Forum ini dilaksanakan untuk menghimpun berbagai saran, masukan, serta pertimbangan dari para pemangku kepentingan dalam penyusunan Rancangan Awal Renja PD, khususnya yang berkaitan dengan sektor pendidikan dan kebudayaan di Kabupaten Sumbawa Barat.
Kepala Dinas Pendidikan dan Kebudayaan Kabupaten Sumbawa Barat, Agus, S.Pd, M.M mengatakan forum perangkat daerah menjadi ruang penting untuk memastikan perencanaan program pendidikan dan kebudayaan dapat disusun secara lebih komprehensif dan responsif terhadap kebutuhan masyarakat.

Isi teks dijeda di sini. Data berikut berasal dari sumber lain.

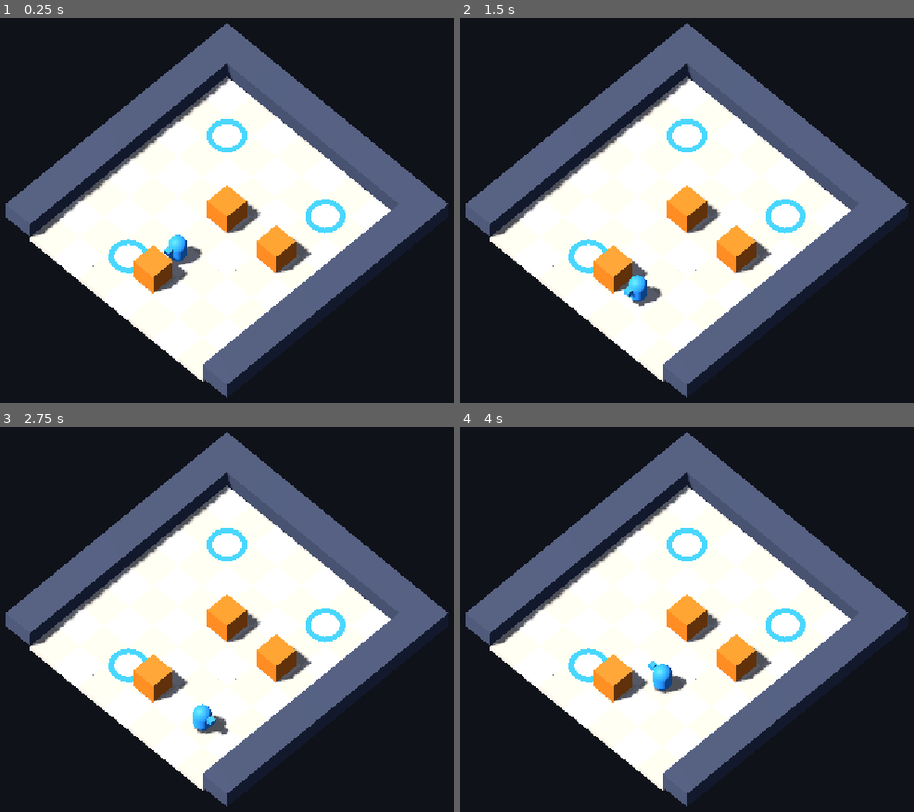
Above: before the commit, frames 1-4 (two rows, left to right).
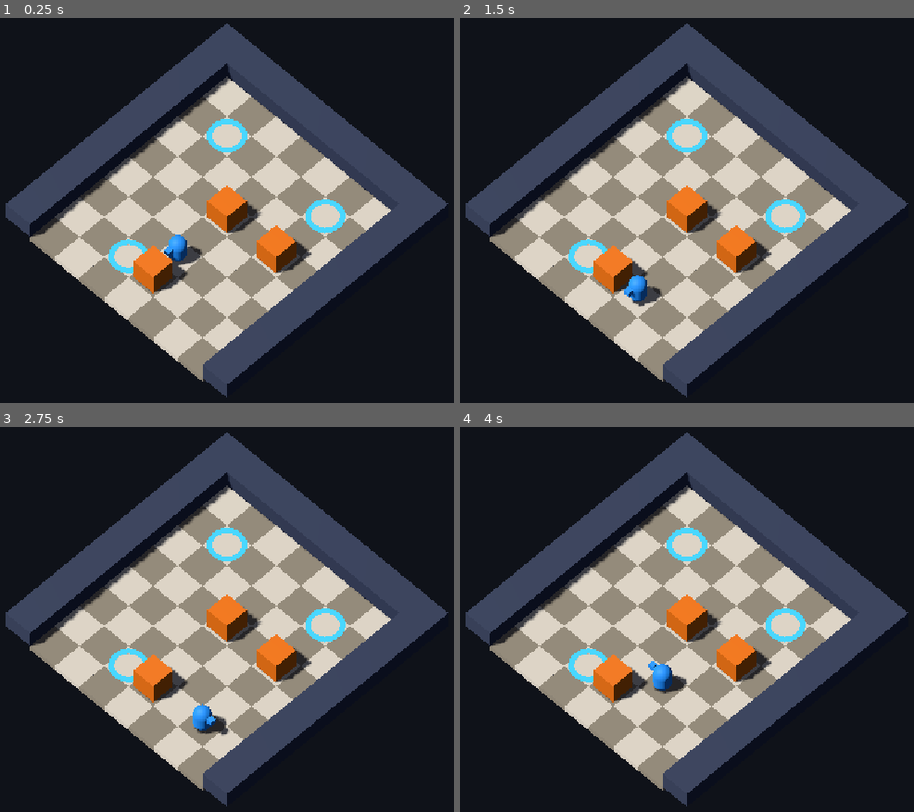
Above: after the commit, the same moments.

Repository: 314857493/game-studio
Game: Godot game, scene res://scenes/main.tscn
Two runs of this game, one before a commit and one after it. Both use one fixed random seed, a clock stepped at 60 frames per second and the inputs below.
Inputs:
- Up to frame 1 (0.25 s): no input
- Up to frame 2 (1.5 s): tap Enter at 0.5 s; hold Right (move_right) 0.53-1.28 s; tap Space at 1.25 s; hold Down (move_down) from 1.28 s (still down)
- Up to frame 3 (2.75 s): tap Enter at 2 s; release Down (move_down) at 2.03 s; hold Right (move_right) from 2.03 s (still down)
- Up to frame 4 (4 s): tap Space at 2.75 s; release Right (move_right) at 2.78 s; hold Up (move_up) 2.78-3.53 s; tap Enter at 3.5 s; hold Left (move_left) from 3.53 s (still down)

The runs differ from the first frame. In frame 1, 46% of the frame differs, in the area x 1-99%, y 1-99%; in frame 2, 46%; in frame 3, 46%; in frame 4, 46%.

Commit message:
story: widen the floor checker contrast

Diff:
--- a/src/game.gd
+++ b/src/game.gd
@@ -39,16 +39,16 @@
 const CAMERA_NEAR := 0.05
 const CAMERA_FAR := 100.0
 const SUN_ROTATION_DEGREES := Vector3(-55.0, -30.0, 0.0)
-const SUN_ENERGY := 1.2
-const AMBIENT_ENERGY := 0.6
+const SUN_ENERGY := 0.7
+const AMBIENT_ENERGY := 0.28
 
 const ROUGHNESS_FLOOR := 0.95
 const ROUGHNESS_WALL := 0.85
 const ROUGHNESS_CRATE := 0.55
 const ROUGHNESS_PLAYER := 0.6
 
-const COLOR_FLOOR_LIGHT := Color("c9c0ad")
-const COLOR_FLOOR_DARK := Color("b8ae98")
+const COLOR_FLOOR_LIGHT := Color("cdc0a6")
+const COLOR_FLOOR_DARK := Color("8b7f68")
 const COLOR_WALL := Color("3a4050")
 const COLOR_CRATE := Color("e0701c")
 const COLOR_PLAYER := Color("2f8fdc")

“Forum ini merupakan wadah untuk menyelaraskan berbagai usulan dan aspirasi dari pemangku kepentingan pendidikan maupun kebudayaan. Melalui dialog dan diskusi yang terbuka, kami berharap perencanaan program untuk tahun 2027 dapat lebih tepat sasaran serta mampu menjawab tantangan pembangunan di bidang pendidikan dan kebudayaan di Kabupaten Sumbawa Barat,” ujar Agus.

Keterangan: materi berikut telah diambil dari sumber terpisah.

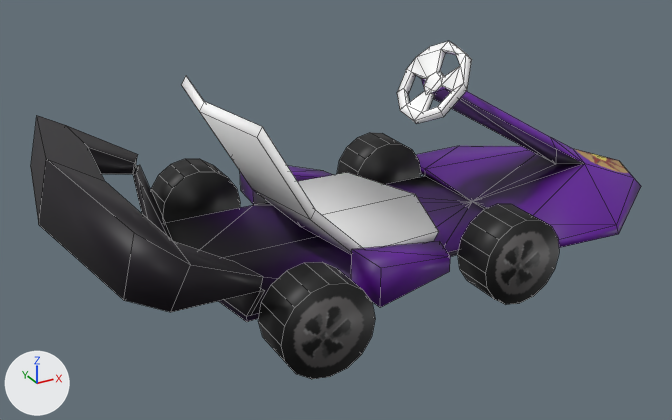
One commit to the Blender file Blender files/Solaire.blend: the scene before it, then after it.
Rendered twice from a camera (50 mm lens) standing at (-3.04, -4.25, 2.27) and looking at (-0.69, 0.03, 0.13). The lights are fixed; the arrows at lower left show +X, +Y and +Z. Mesh edges are drawn as thin lines.

In view in the first picture: 'Chasis', 'Seat', 'Steering Wheel', 'Wheel B', 'Wheel FL', 'Wheel FR'.
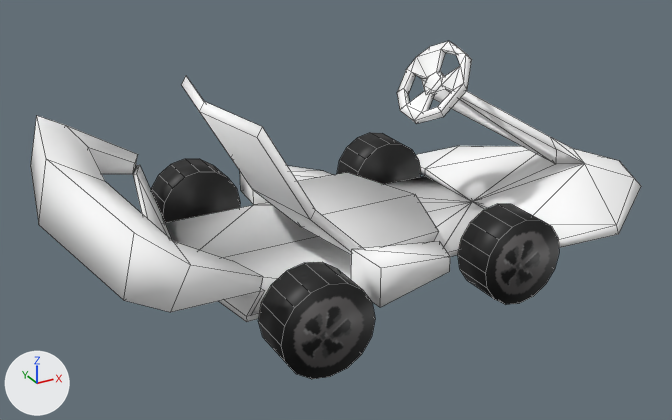
Scene script edits in JSON lines:
```json
{"block": "me_plane", "where": "me_plane.from_pydata(...)  # 55 vertices, 61 faces; spans x -2.33..1.52, y -1.01..0.0, z -0.03..0.83"}
{"op": "remove", "block": "me_plane", "code": "me_plane.materials.append(mat_kart_texture)  # picture img_kart_texture"}
{"op": "add", "block": "me_plane", "code": "me_plane.materials.append(mat_seat_material)  # white #ffffff"}
```

Changed parts and their boxes (x1, y1, x2, y2) in the pictures (672 x 420 px):
```json
{"object": "Chasis", "change": "recoloured", "before": [31, 79, 641, 322], "after": [31, 79, 641, 322]}
```
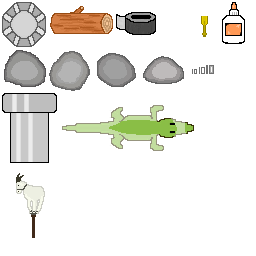
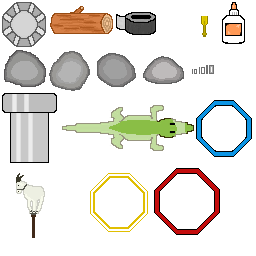
Revision of a layered 256x256 image; what changed, layer by layer:
added layer "Layer 9 copy 2" above "Layer 11" over (90, 173, 148, 232)
added layer "Layer 11" above "Layer 9 copy" over (154, 168, 220, 235)
added layer "Layer 9 copy" above "Layer 1" over (196, 100, 252, 157)

Ia menambahkan, partisipasi berbagai pihak sangat diperlukan agar arah kebijakan pembangunan pendidikan tidak hanya bersifat administratif, tetapi benar-benar mencerminkan kebutuhan riil di lapangan.

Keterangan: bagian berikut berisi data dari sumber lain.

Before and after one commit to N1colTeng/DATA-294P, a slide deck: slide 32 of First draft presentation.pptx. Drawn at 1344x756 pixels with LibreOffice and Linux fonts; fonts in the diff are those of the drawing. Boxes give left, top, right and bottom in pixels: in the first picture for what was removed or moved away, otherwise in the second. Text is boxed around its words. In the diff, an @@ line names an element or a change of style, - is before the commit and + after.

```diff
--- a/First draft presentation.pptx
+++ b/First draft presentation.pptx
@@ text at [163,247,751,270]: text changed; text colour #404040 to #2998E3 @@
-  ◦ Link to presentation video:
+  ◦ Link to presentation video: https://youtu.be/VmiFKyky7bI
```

“Sinergi antara pemerintah daerah, lembaga pendidikan, organisasi profesi, dan para pelaku budaya sangat penting agar program yang dirancang nantinya dapat meningkatkan kualitas pendidikan sekaligus mendorong pemajuan kebudayaan daerah,” tambahnya.
Forum Perangkat Daerah ini turut dihadiri oleh Kepala Bappeda, perwakilan sejumlah perangkat daerah, serta berbagai unsur pemangku kepentingan pendidikan di Kabupaten Sumbawa Barat. Di antaranya Musyawarah Kerja Kepala Sekolah (MKKS) KSB, Persatuan Guru Republik Indonesia (PGRI) KSB, Majelis Kepala Sekolah (MKS) KSB, LATS KSB, para pelaku budaya, Himpunan Pendidik dan Tenaga Kependidikan Anak Usia Dini Indonesia (HMPAUDI) KSB, Ikatan Guru Taman Kanak-kanak Indonesia (IGTKI) KSB, serta Serikat Guru Indonesia (SGI) KSB.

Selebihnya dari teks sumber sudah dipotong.